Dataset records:
####
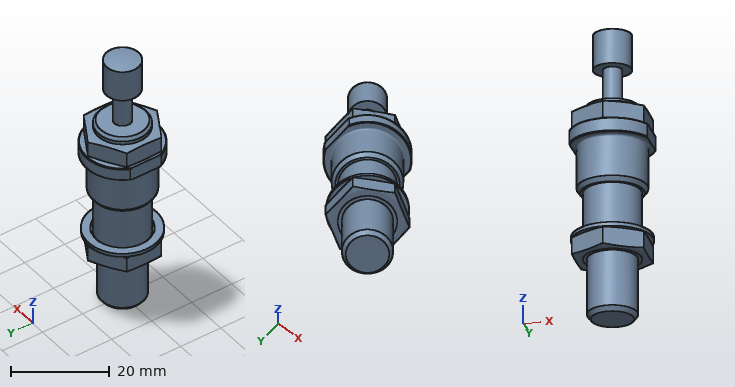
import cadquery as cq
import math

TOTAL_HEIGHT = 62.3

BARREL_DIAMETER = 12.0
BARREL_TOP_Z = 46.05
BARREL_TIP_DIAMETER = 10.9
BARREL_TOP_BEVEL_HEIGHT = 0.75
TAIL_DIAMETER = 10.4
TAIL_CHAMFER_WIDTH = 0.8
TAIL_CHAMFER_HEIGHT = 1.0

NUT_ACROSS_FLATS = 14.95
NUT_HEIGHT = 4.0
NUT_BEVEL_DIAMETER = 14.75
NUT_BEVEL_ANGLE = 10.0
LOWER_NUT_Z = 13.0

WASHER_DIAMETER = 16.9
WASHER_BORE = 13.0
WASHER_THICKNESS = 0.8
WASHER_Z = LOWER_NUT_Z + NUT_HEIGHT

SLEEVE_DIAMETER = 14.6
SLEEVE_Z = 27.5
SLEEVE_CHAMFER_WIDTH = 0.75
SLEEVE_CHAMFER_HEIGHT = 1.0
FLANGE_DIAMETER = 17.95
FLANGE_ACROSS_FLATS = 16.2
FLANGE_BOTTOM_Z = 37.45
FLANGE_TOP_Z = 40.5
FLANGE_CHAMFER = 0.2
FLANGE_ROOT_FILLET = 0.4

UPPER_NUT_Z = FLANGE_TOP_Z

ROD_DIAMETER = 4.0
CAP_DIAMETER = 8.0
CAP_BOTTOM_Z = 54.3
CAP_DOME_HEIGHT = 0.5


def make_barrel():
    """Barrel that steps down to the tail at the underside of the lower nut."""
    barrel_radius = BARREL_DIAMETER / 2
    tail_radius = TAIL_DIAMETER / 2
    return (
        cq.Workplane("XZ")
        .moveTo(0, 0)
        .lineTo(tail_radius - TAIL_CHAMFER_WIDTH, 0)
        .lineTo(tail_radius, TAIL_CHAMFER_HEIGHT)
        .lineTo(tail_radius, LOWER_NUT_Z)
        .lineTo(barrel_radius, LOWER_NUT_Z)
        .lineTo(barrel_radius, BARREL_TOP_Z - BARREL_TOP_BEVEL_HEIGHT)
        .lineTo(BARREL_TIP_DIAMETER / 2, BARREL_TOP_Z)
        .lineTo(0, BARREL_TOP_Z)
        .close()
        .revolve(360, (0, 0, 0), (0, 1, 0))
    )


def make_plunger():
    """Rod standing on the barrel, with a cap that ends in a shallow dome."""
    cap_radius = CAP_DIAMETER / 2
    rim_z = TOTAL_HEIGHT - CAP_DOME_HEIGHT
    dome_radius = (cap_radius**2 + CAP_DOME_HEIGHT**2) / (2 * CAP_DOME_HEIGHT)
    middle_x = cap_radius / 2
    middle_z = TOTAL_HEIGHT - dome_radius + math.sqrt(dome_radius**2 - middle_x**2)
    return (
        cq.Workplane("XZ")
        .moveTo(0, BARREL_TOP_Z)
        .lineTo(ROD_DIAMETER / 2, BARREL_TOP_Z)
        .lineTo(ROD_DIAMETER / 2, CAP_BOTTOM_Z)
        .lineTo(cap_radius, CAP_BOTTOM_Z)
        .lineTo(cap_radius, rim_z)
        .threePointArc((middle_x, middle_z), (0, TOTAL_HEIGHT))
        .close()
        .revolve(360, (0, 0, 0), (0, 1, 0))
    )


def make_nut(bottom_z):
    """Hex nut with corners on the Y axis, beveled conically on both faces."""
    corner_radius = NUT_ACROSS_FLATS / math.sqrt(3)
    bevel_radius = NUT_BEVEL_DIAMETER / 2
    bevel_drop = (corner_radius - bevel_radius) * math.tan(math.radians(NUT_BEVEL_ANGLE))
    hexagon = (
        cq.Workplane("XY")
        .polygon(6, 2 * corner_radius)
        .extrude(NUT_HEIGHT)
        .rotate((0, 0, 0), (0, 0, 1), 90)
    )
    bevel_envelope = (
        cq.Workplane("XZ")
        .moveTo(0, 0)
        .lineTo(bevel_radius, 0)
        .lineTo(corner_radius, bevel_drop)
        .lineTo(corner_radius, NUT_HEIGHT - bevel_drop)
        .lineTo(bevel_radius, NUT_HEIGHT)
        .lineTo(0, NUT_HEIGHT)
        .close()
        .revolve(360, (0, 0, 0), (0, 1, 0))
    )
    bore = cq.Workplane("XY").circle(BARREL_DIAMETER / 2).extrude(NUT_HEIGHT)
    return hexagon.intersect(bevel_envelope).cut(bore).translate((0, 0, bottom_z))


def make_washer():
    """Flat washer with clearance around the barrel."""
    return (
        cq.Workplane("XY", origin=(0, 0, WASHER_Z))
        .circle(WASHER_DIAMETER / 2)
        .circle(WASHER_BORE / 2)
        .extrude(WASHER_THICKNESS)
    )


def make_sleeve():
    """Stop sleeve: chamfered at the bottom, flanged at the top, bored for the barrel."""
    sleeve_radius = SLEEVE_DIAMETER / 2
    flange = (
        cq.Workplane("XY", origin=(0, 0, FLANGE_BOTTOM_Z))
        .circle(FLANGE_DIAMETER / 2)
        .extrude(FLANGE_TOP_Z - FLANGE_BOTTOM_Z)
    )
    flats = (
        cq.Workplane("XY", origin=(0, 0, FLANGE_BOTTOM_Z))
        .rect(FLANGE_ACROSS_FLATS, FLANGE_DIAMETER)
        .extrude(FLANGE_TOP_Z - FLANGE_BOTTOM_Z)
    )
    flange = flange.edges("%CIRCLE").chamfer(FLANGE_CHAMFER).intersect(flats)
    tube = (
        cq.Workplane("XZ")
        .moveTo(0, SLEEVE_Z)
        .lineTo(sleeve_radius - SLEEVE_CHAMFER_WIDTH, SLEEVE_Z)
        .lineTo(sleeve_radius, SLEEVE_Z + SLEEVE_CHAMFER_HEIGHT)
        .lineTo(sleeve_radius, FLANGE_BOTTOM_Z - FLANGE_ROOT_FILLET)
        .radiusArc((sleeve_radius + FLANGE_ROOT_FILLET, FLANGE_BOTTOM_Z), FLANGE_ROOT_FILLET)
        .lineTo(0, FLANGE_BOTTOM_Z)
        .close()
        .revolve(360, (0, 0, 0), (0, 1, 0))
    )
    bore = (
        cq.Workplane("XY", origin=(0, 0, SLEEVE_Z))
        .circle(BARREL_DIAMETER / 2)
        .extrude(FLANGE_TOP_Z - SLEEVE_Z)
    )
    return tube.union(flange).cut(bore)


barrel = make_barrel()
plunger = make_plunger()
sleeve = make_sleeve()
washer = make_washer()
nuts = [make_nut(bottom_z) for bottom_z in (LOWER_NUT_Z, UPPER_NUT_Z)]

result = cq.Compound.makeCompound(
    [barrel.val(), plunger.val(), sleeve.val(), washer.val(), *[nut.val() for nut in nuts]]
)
####
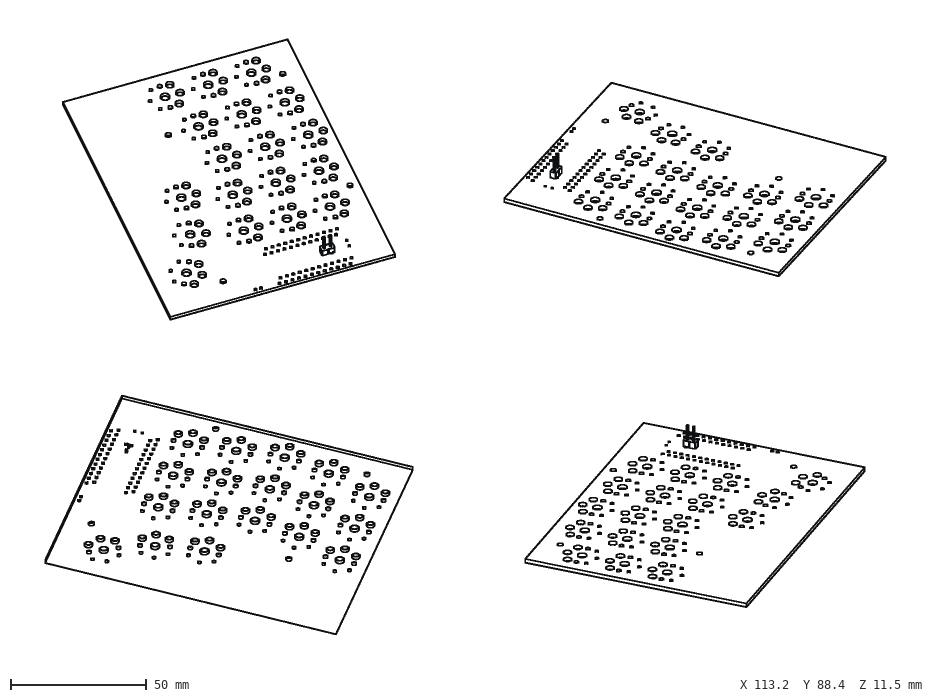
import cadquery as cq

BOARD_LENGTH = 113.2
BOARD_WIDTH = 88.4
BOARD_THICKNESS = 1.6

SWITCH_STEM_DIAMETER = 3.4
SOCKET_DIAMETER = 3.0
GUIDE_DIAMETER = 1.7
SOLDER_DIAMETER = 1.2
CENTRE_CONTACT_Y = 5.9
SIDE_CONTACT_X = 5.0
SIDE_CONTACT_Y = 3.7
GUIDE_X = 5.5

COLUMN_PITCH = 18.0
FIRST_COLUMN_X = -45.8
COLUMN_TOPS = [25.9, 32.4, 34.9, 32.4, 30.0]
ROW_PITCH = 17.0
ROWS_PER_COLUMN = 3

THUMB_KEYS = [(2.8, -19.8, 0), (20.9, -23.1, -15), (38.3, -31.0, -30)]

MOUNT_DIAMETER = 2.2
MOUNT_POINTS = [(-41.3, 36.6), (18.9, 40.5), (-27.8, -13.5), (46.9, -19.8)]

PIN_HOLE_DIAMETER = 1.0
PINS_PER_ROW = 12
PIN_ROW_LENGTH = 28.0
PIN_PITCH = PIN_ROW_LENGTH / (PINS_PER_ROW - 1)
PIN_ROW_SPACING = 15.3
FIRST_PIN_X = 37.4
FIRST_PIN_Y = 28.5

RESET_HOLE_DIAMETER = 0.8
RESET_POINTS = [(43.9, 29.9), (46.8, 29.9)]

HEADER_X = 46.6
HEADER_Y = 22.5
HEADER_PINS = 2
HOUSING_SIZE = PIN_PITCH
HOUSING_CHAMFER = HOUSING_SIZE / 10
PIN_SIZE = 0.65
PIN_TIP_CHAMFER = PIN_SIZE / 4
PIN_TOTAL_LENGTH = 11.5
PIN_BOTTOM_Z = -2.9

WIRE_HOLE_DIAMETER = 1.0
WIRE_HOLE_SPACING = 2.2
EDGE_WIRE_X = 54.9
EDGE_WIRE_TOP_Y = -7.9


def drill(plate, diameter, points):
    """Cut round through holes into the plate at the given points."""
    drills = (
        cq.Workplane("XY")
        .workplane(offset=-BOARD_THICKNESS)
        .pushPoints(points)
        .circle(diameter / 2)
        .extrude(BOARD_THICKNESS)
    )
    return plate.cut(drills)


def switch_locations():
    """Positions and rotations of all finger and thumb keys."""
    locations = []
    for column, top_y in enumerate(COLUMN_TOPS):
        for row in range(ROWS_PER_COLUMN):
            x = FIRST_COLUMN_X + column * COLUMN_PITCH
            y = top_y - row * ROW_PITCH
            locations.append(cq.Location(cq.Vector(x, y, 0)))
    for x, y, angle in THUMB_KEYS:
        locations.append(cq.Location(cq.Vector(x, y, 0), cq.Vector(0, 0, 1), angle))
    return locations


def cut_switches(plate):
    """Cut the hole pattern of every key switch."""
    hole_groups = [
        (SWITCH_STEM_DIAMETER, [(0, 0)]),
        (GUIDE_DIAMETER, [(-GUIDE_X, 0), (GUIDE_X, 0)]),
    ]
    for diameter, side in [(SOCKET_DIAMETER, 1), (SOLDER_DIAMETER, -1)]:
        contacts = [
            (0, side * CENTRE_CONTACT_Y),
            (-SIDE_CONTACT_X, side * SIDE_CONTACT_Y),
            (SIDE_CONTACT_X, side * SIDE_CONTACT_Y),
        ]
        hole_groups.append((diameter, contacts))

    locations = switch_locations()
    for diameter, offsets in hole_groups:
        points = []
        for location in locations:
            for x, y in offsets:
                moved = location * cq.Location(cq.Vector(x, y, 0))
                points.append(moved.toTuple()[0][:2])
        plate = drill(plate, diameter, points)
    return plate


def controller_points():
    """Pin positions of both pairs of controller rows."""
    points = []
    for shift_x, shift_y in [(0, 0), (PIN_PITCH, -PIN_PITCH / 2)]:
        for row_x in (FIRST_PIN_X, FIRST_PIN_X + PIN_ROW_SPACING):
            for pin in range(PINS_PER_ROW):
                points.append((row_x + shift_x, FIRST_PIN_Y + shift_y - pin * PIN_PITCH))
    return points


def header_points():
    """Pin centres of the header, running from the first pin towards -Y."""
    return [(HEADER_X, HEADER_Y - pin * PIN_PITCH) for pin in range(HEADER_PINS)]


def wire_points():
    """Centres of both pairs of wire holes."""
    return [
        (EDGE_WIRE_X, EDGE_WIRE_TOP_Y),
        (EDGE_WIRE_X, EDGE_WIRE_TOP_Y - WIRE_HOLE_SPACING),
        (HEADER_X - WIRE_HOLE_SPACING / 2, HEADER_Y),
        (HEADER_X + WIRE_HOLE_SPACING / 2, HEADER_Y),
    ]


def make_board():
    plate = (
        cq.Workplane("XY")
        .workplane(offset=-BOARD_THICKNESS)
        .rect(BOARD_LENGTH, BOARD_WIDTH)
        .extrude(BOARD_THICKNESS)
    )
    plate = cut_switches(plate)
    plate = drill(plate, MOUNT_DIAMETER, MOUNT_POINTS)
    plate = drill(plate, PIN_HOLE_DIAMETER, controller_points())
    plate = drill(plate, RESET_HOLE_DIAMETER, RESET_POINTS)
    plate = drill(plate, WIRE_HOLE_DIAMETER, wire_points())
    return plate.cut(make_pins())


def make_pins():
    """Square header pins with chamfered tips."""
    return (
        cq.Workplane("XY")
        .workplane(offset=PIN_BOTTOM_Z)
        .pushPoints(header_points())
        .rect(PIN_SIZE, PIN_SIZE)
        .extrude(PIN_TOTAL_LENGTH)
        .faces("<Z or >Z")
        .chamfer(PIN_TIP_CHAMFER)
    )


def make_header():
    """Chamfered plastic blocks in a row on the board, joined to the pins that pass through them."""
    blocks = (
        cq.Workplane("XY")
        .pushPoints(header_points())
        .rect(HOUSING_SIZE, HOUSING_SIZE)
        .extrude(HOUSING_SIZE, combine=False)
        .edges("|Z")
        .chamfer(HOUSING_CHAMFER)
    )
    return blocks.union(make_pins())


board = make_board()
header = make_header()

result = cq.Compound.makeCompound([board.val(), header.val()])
####
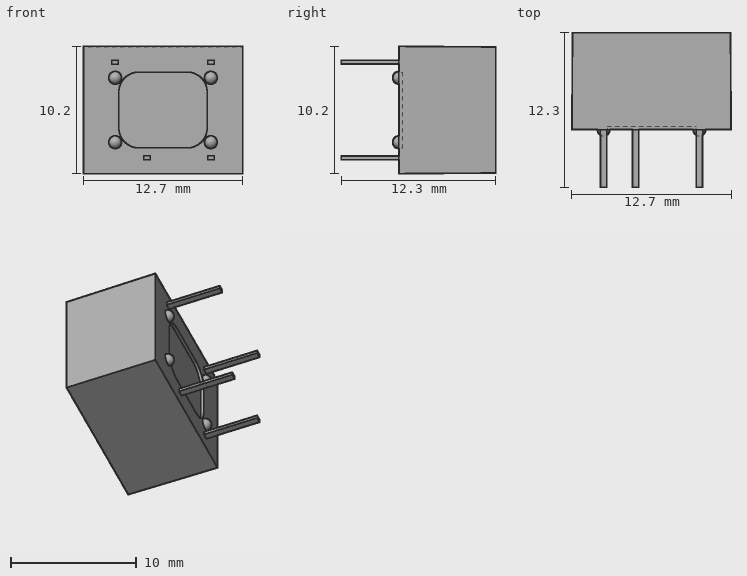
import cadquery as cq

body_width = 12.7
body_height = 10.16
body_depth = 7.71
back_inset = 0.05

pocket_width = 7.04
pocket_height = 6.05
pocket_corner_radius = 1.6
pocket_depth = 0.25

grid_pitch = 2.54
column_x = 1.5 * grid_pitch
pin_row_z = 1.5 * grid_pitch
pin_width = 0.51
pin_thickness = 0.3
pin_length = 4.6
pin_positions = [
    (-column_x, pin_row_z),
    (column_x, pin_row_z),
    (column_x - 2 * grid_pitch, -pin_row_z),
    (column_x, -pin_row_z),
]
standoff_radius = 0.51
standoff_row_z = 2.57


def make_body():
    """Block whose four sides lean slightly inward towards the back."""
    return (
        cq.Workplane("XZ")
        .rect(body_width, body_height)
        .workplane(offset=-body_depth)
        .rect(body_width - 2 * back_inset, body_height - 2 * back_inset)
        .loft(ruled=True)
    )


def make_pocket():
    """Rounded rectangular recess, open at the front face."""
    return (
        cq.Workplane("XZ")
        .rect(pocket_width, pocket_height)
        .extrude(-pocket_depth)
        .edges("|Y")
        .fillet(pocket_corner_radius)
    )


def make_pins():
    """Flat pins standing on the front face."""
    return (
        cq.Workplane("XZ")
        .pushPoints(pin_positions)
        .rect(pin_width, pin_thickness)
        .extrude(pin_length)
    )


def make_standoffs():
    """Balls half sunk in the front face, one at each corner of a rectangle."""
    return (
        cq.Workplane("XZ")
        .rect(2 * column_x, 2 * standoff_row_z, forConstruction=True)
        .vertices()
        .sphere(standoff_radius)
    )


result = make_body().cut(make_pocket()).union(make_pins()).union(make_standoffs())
####
Brief:
Only the lines above from the line containing "return blocks.union(make_pins())" through the line containing "result = cq.Compound.makeCompound([board.val(), header.val()])" should be retyped, exactly and with both ends included.

Result below:
    return blocks.union(make_pins())


board = make_board()
header = make_header()

result = cq.Compound.makeCompound([board.val(), header.val()])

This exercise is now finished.